In addition, an Associated Press reporter in the capital said international forces were also heavily bombarding the city that is Gaddafi’s main support base. There were at least nine loud explosions in Tripoli after nightfall and anti-aircraft fire was heard. “Civilian and military areas in Tripoli were hit a short while ago by the crusader, colonialist aggressors,” Libyan state television said in a written news flash.
Meanwhile, according to the Associated Press, residents in the contested city of Misrata in western Libya reported fighting Sunday between anti-government rebels and pro-Gaddafi forces firing from tanks on residential areas. Moreover, Reuters News Services reported that witnesses in Sirte, Gaddafi’s hometown, and in the capital Tripoli said they had heard at least 10 explosions Sunday night. A reporter in Sirte, midway between rebel-held Benghazi and Tripoli, said it was not clear if the four explosions there had been in the town or on its outskirts.
Libyan rebels, emboldened by the capture of Ajdabiyah to the east of Sirte, were pushing west Sunday to retake more territory from Gaddafi’s forces, which were pulling back under pressure from Western air strikes, Reuters said.

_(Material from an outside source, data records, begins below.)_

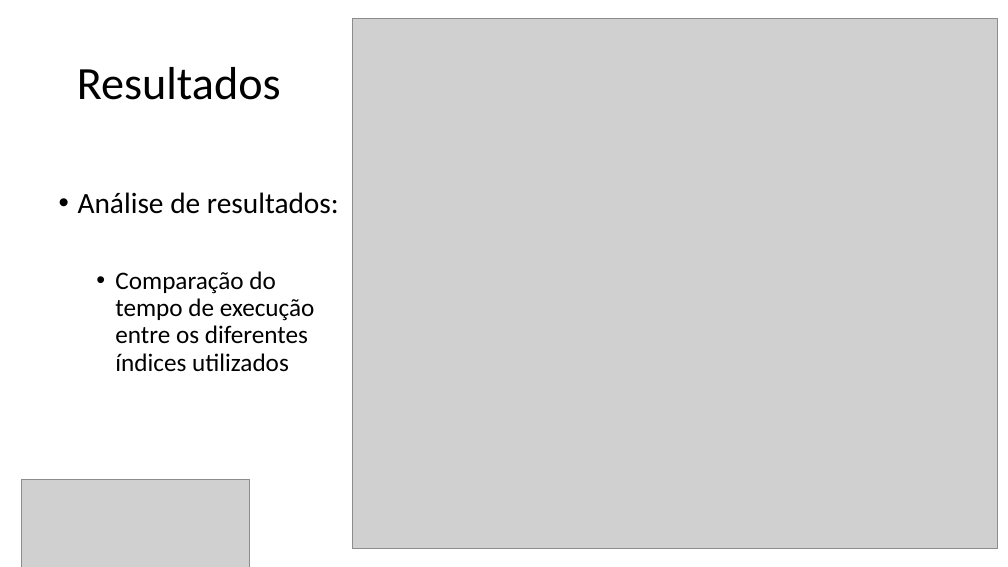
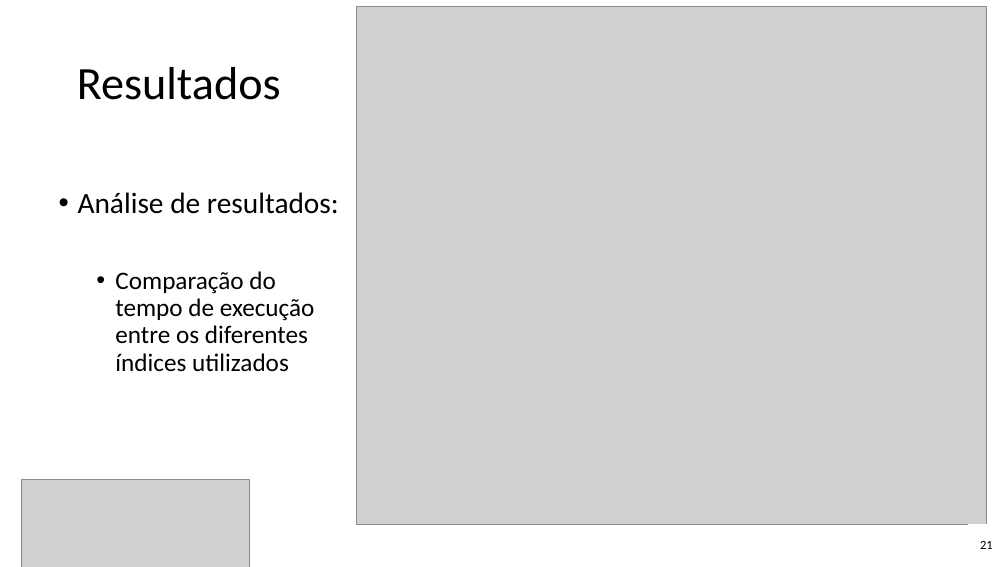
Before and after one commit to Marcio-Salmazo/PRT_Agrupamento, a slide deck: slide 20 of Seminario/Optimal Clusters V2.pptx (slide 21 before the commit). Drawn at 1008x567 pixels with LibreOffice and Linux fonts; fonts in the diff are those of the drawing; grey boxes stand for pictures. Boxes give left, top, right and bottom in pixels: in the first picture for what was removed or moved away, otherwise in the second. Text is boxed around its words. In the diff, an @@ line names an element or a change of style, - is before the commit and + after.

```diff
--- a/Seminario/Optimal Clusters V2.pptx
+++ b/Seminario/Optimal Clusters V2.pptx
@@ picture resized from (x1=352, y1=18, x2=997, y2=549) to (x1=357, y1=6, x2=987, y2=525) @@
@@ rectangle added at (x1=969, y1=525, x2=1005, y2=565), fill #FFFFFF, outline #FFFFFF 1 pt, 12 pt, text #000000 @@
+21
```
Also in this commit, not shown: 24 other slides changed, 1 slide removed, 1 other file.

The rebels’ advance westward has gained momentum since Friday, when coalition bombings allowed them to subdue Gaddafi forces that had been positioned in the strategic town of Ajdabiya for a week. The rebel advance also underscored the central role that international forces are playing in Libya’s internal conflict, providing military support to rebels that Libyan officials condemned for exceeding the United Nations mandate to protect civilians.
Addressing the nation Saturday, President Obama said, “We’re succeeding in our mission.”
“This is how the international community should work: more nations, not just the United States, bearing the responsibility and cost of upholding peace and security,” Obama said in his weekly address.
Obama has been criticized by some for failing to clearly define US interests in Libya’s war and for leaving ambiguous leaving many Arab and African leaders to speculate the American endgame in the oil-rich North African nation.
Initially reluctant to open a third military front in a Muslim country, Obama eventually pushed for a broad UN resolution after days of watching Gaddafi’s forces advance on Benghazi, the rebels’ provisional capital. Gaddafi had warned Libyan civilians in the rebel-held east that he would show “no mercy” unless they surrendered, and Obama feared a mass killing if the ragtag insurgency collapsed.
The UN resolution authorizing military action in Libya limits operations to those necessary to protect civilians, potentially leaving Obama’s long-term policy goal of removing Gaddafi unmet by the airstrikes and no-fly zone. He has ruled out sending U.S. troops to Libya.